Isoscutellarein (5,7,8,4′-tetrahydroxyflavone) from the leaf of Scutellaria baicalensis non-competitively inhibited (IC 50, 20 μM) the hydrolysis of sodium p- nitrophenyl-N- acetyl-α- D - neuraminate by influenza virus sialidase with an apparent K i value of 41 μM. Negligible inhibitory activity was observed for mouse liver sialidase at a concentration of 79 μM. Isoscutellarein also inhibited the replication of influenza virus A/WSN/33 in Madin-Darby bovine kidney cells with 50% virus inhibitory dose at 16 nmol/well and influenza virus A/PR/8/34 in the allantoic sac of embryonated egg with little toxic effects.
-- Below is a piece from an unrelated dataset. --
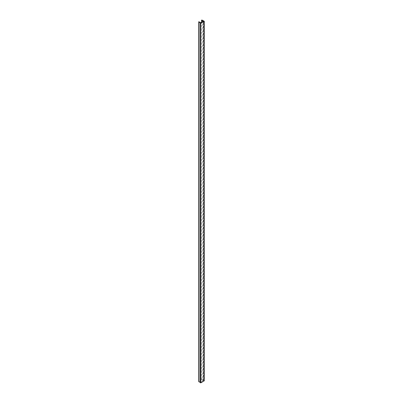 <?xml version="1.0" encoding="UTF-8"?>
<svg xmlns="http://www.w3.org/2000/svg" width="403" height="403" viewBox="0 0 403 403"><rect width="100%" height="100%" fill="white"/><g stroke="black" fill="none" stroke-linecap="round" stroke-linejoin="round"><path stroke-width="0.3" stroke-dasharray="2.02 1.51" d="M200.246 22.996L200.22 382.376M202.225 20.241L202.225 379.717A1.103 0.635 0 0 0 201.49 379.722L203.263 380.82L200.714 382.291L198.81 381.268A1.103 0.635 0 0 0 198.744 381.49M202.225 379.717L203.732 380.548L203.732 20.981M204.23 21.198L204.23 380.764L203.732 380.548M200.402 22.906L200.402 382.472M200.714 382.291L200.714 22.724M198.81 21.702L198.81 381.268M203.263 380.82L203.263 21.253M201.49 379.722L201.49 22.276M203.575 380.639L203.575 21.072M202.22 20.236L202.22 379.802M203.858 20.981L203.858 380.548"/><path stroke-width="0.6" d="M200.744 23.283L204.23 21.268L204.23 380.835L200.744 382.85L200.618 23.283L200.744 382.85M201.49 22.276L201.49 20.155A1.103 0.635 180 0 1 202.225 20.15L204.23 21.268M200.246 382.563L200.402 22.906L198.805 22.13A1.103 0.635 180 0 1 198.744 21.923A1.103 0.635 180 0 1 198.81 21.702L200.714 22.724L203.263 21.253L201.49 20.155M200.246 23.067L200.618 23.283M200.246 382.633L200.618 382.85M198.744 21.923L198.744 381.49A1.103 0.635 0 0 0 198.805 381.691L200.22 382.376M198.951 381.691L198.951 22.125M198.805 381.691L198.805 22.13M204.256 21.233L204.256 380.8M200.22 23.031L200.22 382.598"/></g></svg>

The flavone showed significant anti-influenza virus activity in vitro similar to isoscutellarein-8-methylether (F36) (Nagai, T., Miyaichi, Y., Tomimori, T., Suzuki, Y. and Yamada H., 1990, Chem. Pharm. Bull. 38, 1329–1332), and more potent virucidal activity in ovo than F36. However, F36 completely prevented proliferation of mouse-adapted influenza virus A/PR/8/34 in mouse lung by the intranasal (0.5 mg/kg) and intraperitoneal (4 mg/kg) administrations, and it was more potent than the known anti-influenza virus substance, amantadine. Intranasal administration of F36 (0.5 mg/kg) also protected mice against a lethal. influenza virus A/PR/8/34 infection. Isoscutellarein significantly inhibited lung virus proliferation when administered intranasally or orally to mice. F36 and isoscutellarein showed negligible toxic effect against mice. These results suggested that flavones, which have potent influenza virus sialidase inhibitory activity, have anti-influenza virus activity in vivo.